Extending
Tekkotsu to New
Platforms
Inverse Kinematics
At first, we
thought that inverse kinematics would simply "work" as soon as the
kinematics file was correct. This was partially correct. ROBOOP has a
suite of inverse kinematics solvers. inv_kin_pos is what was used by
default. It solves only for the position of the end effector and
ignores the orientation. This function worked, but it's useless for
real work. If the orientation of the gripper cannot be specified, how
can the robot do any meaningful work? If it tries to pick up an object,
it could come from the side, or from the top, or from some weird
diagonal angle. Since it is so unpredictable, it would not be able to
pick up anything except the most basic of shapes. Even though there was
also an inv_kin_orientation function, it was useless to us as well.
Solving for position and then for orientation would result in the
position being incorrect. We needed to solve for both parameters
simultaneously.
We then looked to ROBOOP's general inverse kinematics solver, which
would take a matrix containing both orientation and position, as a
solution. However, this was even less successful than inv_kin_position.

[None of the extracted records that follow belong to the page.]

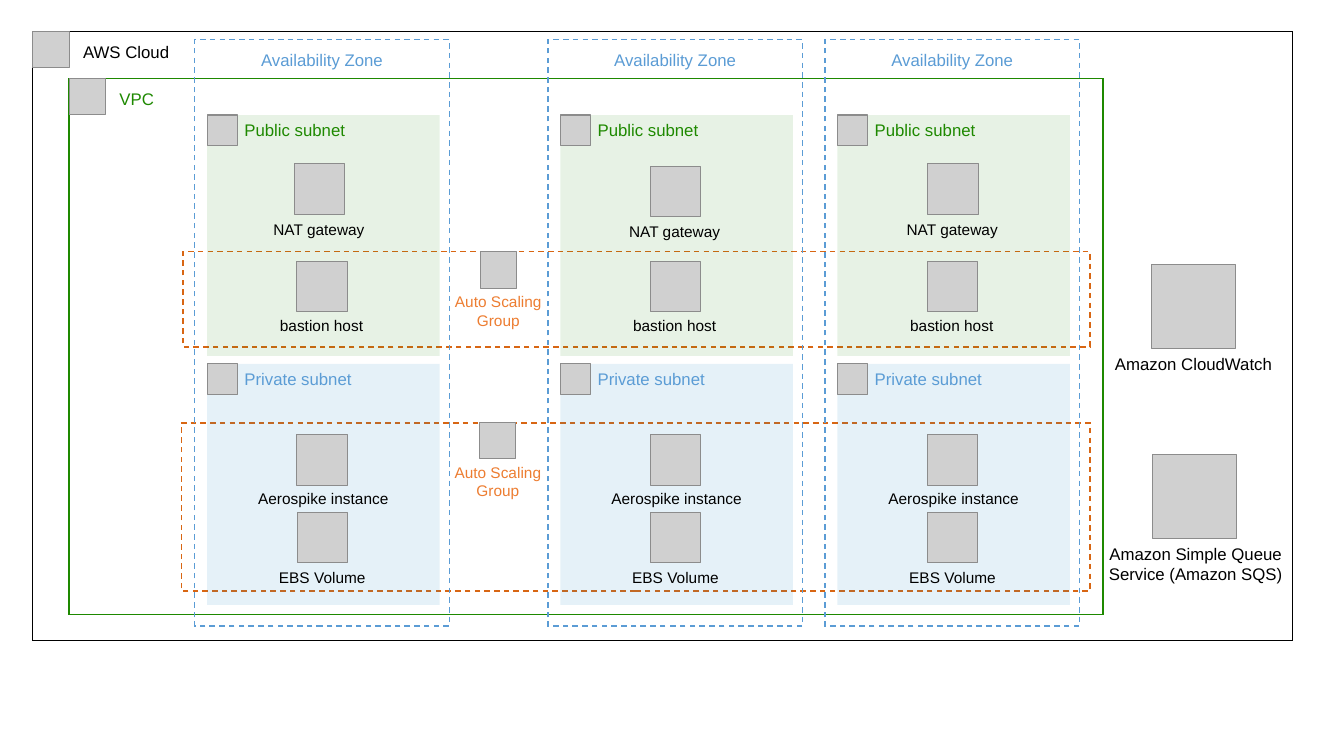
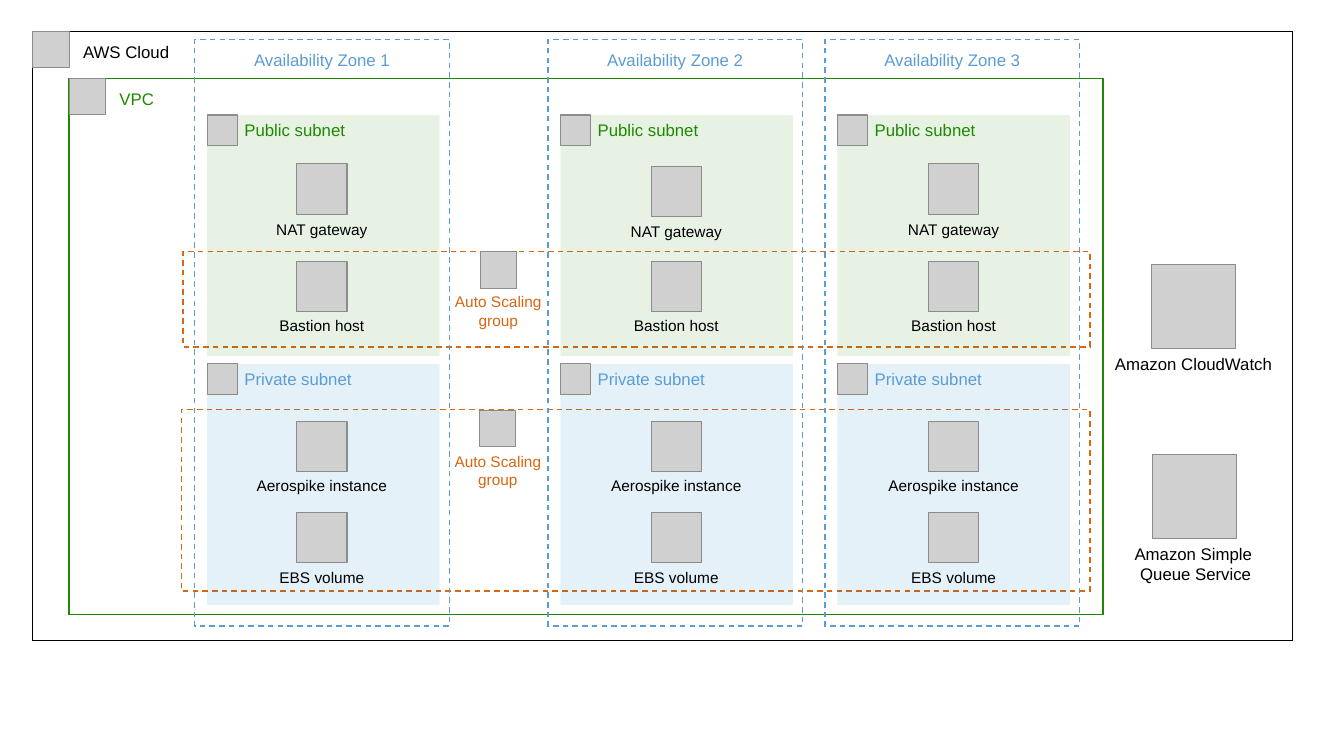
Before and after one commit to aws-quickstart/quickstart-aerospike, a slide deck: slide 1 of docs/images/architecture_diagram.pptx. Drawn at 1344x756 pixels with LibreOffice and Linux fonts; fonts in the diff are those of the drawing; grey boxes stand for pictures. Boxes give left, top, right and bottom in pixels: in the first picture for what was removed or moved away, otherwise in the second. Text is boxed around its words. In the diff, an @@ line names an element or a change of style, - is before the commit and + after.

```diff
--- a/docs/images/architecture_diagram.pptx
+++ b/docs/images/architecture_diagram.pptx
@@ text in rectangle at (254,54,389,70): text changed @@
-Availability Zone
+Availability Zone 1
@@ text in rectangle at (607,54,743,70): text changed @@
-Availability Zone
+Availability Zone 2
@@ text in rectangle at (884,54,1020,70): text changed @@
-Availability Zone
+Availability Zone 3
@@ text at (455,296,542,329): text changed; text colour #ED7D31 to #D86613 @@
-Auto Scaling Group
+Auto Scaling group
@@ text at (279,320,364,331): text changed @@
-bastion host
+Bastion host
@@ text at (634,320,719,331): text changed @@
-bastion host
+Bastion host
@@ text at (911,320,996,331): text changed @@
-bastion host
+Bastion host
@@ rectangle: place and size @@
-rectangle at (181,423,1091,592)
+rectangle at (181,410,1091,592)
@@ picture: place and size @@
-picture at (480,422,516,459)
+picture at (480,410,516,447)
@@ 3 pictures, 3 texts: place and size @@
-3 pictures, 3 texts at (258,435,1018,508)
+3 pictures, 3 texts at (257,421,1018,495)
@@ text at (455,456,541,489): text changed; text colour #ED7D31 to #D86613 @@
-Auto Scaling Group
+Auto Scaling group
@@ text at (1135,548,1252,583): text changed @@
-Amazon Simple Queue Service (Amazon SQS)
+Amazon Simple
+Queue Service
@@ text at (279,572,365,583): text changed @@
-EBS Volume
+EBS volume
@@ text at (634,572,719,583): text changed @@
-EBS Volume
+EBS volume
@@ text at (911,572,996,583): text changed @@
-EBS Volume
+EBS volume
```
Also in this commit, not shown: 11 other files.

The theta_min and theta_max parameters are apparently ignored by
ROBOOP, and inv_kin assumes that each joint has a 360-degree range of
motion. Since every joint on the arm has a 180-degree range of motion,
this resulted in out-of-bounds joint values that the arm couldn't
possibly use. When we used these parameters, the arm would strain when
it reached its maximum positions, and then the servo at that joint
would deactivate.
We tried one final approach. ROBOOP had a special-purpose solver for a
type of arm called a Rhino, which is a 5-DOF robot arm. It seemed to us
that it would be possible to construct a special-purpose kinematics
file that would make the Lynxmotion arm appear, for all intents and
purposes, to be a Rhino. While we were able to accomplish that, even
more headaches cropped up. Forward kinematics stopped behaving as
expected; the parameter of link 1 seemed to be applied at link 0, while
link 1 had no d parameter. In
addition, the detection for the arm demands that only 5 links be
present, so the gripper had to be left out of the chain. This meant
that the gripper was not associated with a tekkotsu_output, and we
could not control it. As a result, inv_kin_rhino was just as big of a
bust as the other two approaches.
As a result, we have no meaningful inverse kinematics for the arm at
this point in time. We've identified a number of potential solutions
for the problem, none of which are particularly straightforward:
- Construct
a generalized inverse kinematics solver that obeys joint limits
specified by theta_min and theta_max. However, this requires a huge
number of changes to ROBOOP just to be able to access theta_min and
theta_max, much less the additional complexity in solving kinematics
equations given flexible joint boundaries.
- Find the
bug in the Rhino code that is breaking forward kinematics. Also, remove
the requirement that a tekkotsu_output be listed in the kinematics
file. This would let us use the Rhino codebase and still be able to use
the gripper. However, we had no luck at identifying that bug, much less
how changing out tekkotsu_outputs were constructed.
- Construct
an iterative inverse kinematics solver as Ethan has done for the Aibo.
This is by far the least attractive option. It is not generalized at
all, and the fucntion seems to grow exponentially in complexity with
each additional link. In addition, it's probably much slower than the
analytic solver (perhaps even to the point of rendering it useless).